Он точно запомнил этот день. И как было не запомнить! В тот день, в день его пятнадцатилетия, 20 января 1906 года, напрасно ждала его мать. Думала, может, забежит, купила медовых пряников. Ефим последние месяцы редко бывал дома. Враждовал с отцом, отставным солдатом, начисто испорченным царской муштрой. «A-а! Социалист! Выпорю, молокосос!» – закричал он на сына, как только тот объявил себя революционером.

Ефим ушел из-под родительского крова. Ночевал поочередно у товарищей. И как-то само собой стал профессиональным революционером, будто и был рожден для этого.

Товарищи вынесли его с поля боя. Матери и жены товарищей вылечили ноги (благо, мало пострадали кости). Но ходить все-таки было болезненно, он похрамывал, припадая налево-направо. Старался не показывать виду, что больно. Незнакомые люди, увидев его малоподвижное лицо, принимали Евдокимова за человека сурового и даже надменного.
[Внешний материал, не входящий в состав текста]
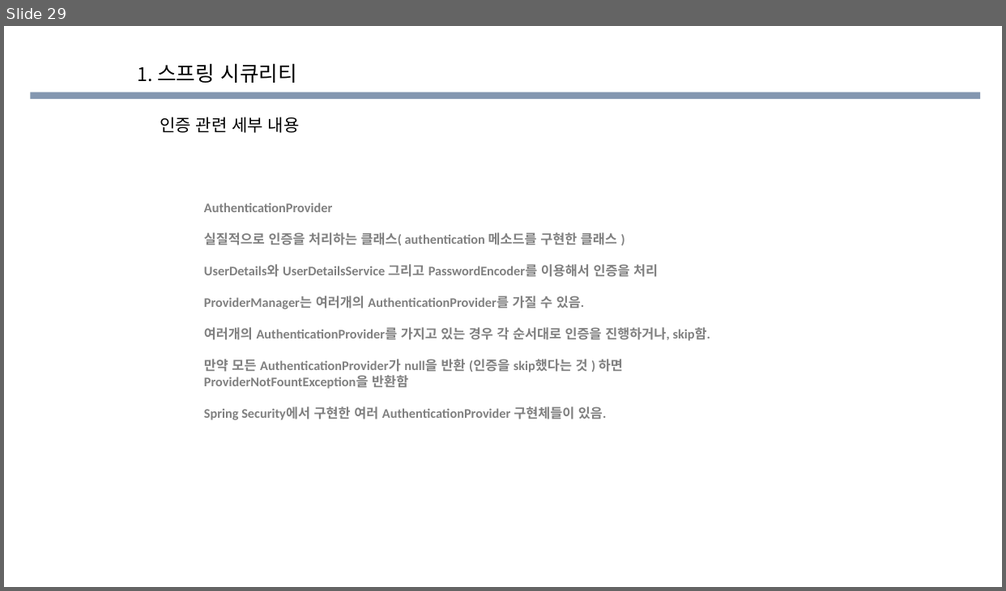
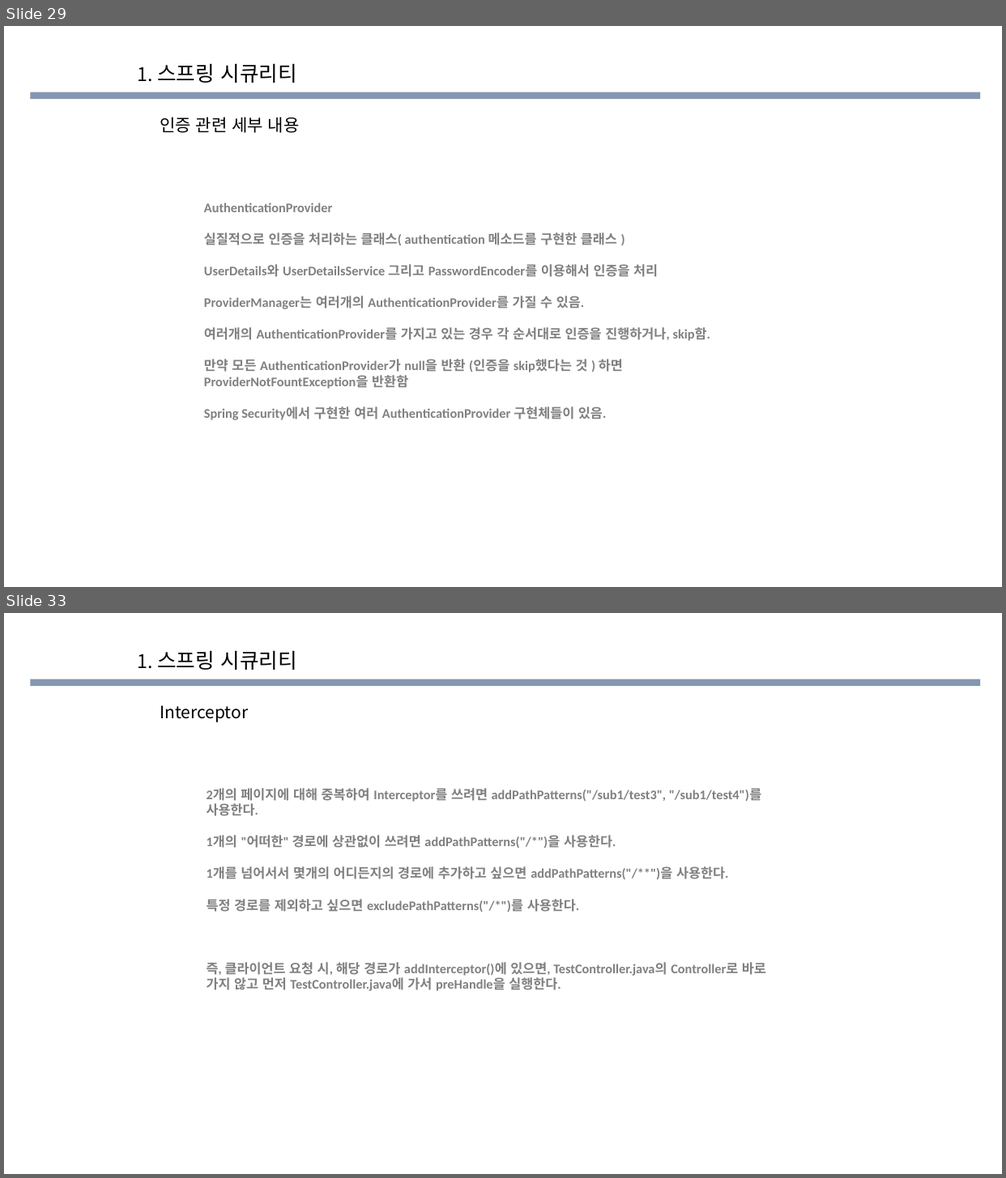
Before and after one commit to eongss/testproject, a slide deck: 소스코드 공부한거.pptx. Shown one above the other, each under a label of ours: slide 29 before the commit, slides 29 and 33 after it; the slides between them are not shown. The pictures are 1006x591 and 1006x1178 pixels, drawn with LibreOffice and Linux fonts; fonts in the diff are those of the drawing; background and template pictures are left out. Boxes give left, top, right and bottom in pixels: in the first picture for what was removed or moved away, otherwise in the second. Text is boxed around its words. In the diff, an @@ line names an element or a change of style, - is before the commit and + after.

```diff
--- a/소스코드 공부한거.pptx
+++ b/소스코드 공부한거.pptx
@@ slide 33 added at bbox=[4, 613, 1002, 1174], background picture (left out); not listed: 1 template element that a slide beside it also shows @@
@@ text added at bbox=[138, 650, 297, 670], 20 pt, text #000000 @@
+1. 스프링 시큐리티
@@ text added at bbox=[160, 705, 248, 722], 16.3 pt, text #000000 @@
+Interceptor
@@ text added at bbox=[206, 788, 766, 991], 12.7 pt, text #808080, bold @@
+2개의 페이지에 대해 중복하여 Interceptor를 쓰려면 addPathPatterns("/sub1/test3", "/sub1/test4")를 사용한다.
+1개의 "어떠한" 경로에 상관없이 쓰려면 addPathPatterns("/*")을 사용한다.
+1개를 넘어서서 몇개의 어디든지의 경로에 추가하고 싶으면 addPathPatterns("/**")을 사용한다.
+특정 경로를 제외하고 싶으면 excludePathPatterns("/*")를 사용한다.
+즉, 클라이언트 요청 시, 해당 경로가 addInterceptor()에 있으면, TestController.java의 Controller로 바로 가지 않고 먼저 TestController.java에 가서 preHandle을 실행한다.
```
Also in this commit, not shown: 3 slides changed, 13 other slides added, 4 other files.

– По нашим данным, ядро Цупкома – кадровые офицеры, – подвел итог Евдокимов. – Вот почему наш выбор пал на вас, бывшего боевого офицера. Очевидно, вам легче, чем кому-либо другому, будет проникнуть в центр.

– Спасибо за доверие!

– Центральный комитет партии придает этому делу особое значение и требует, чтобы Цупком был ликвидирован полностью еще до начала открытых выступлений мятежников. Предполагаем, что они будут возможны, когда мужики отсеются и когда, по расчетам Цупкома, их легче будет оторвать от земли и поднять на восстание. Как видите, времени в обрез. Вам надлежит немедленно приступить к делу.

– Я готов.

– Мы в этом не сомневались, Федор Антонович. Вопрос в том, как скорее выйти на главарей и вытащить всю сеть… Что вы думаете об этом?

Федор помолчал с полминуты, затем с определенностью ответил:

– Неделю назад меня звали на свадьбу – отказался, а теперь, думаю, следует пойти. Приглашал Данила Комар, с которым мы служили в одной роте. Кем-то ему жених приходится. Комар – лихой служака, но недалекий человек. Он, кажется, и до сего дня уверен, что каждый храбрый офицер должен ненавидеть Советы…

– Значит, он никак не может думать, что вы подались к большевикам, – усмехнулся Евдокимов. – Георгиевский кавалер – и на тебе, большевик!.. Ну, так каков же ваш план, Федор Антонович?

– Случилось так, – продолжал более свободно Оксаненко, – что я стал как бы его спасителем – было это еще в четырнадцатом. С тех пор он клянется, что жизнь за меня отдаст. Чувствую, самолюбие мешает ему думать, что он кому-то обязан жизнью. Ему было бы легче, если бы не я его, а он меня спас. Виделись мы с ним неделю назад – жаловался на скуку, говорил, что тоскует по шашке и по своему Орлу – так его коня звали. Вот, говорит, жизнь была. У меня нет никаких фактов, но чутье подсказывает, что если Цупком существует, то Данила должен быть к нему близко.

– Ну, что же, Федор Антонович, – подумав, сказал Евдокимов. – Попробуйте этот путь. Когда свадьба, то есть встреча с Комаром?

– Послезавтра.

– Хорошо. Давайте уточним другие варианты и детали операции. Ждем вашего сообщения о конкретных планах Цупкома не позднее 25 апреля.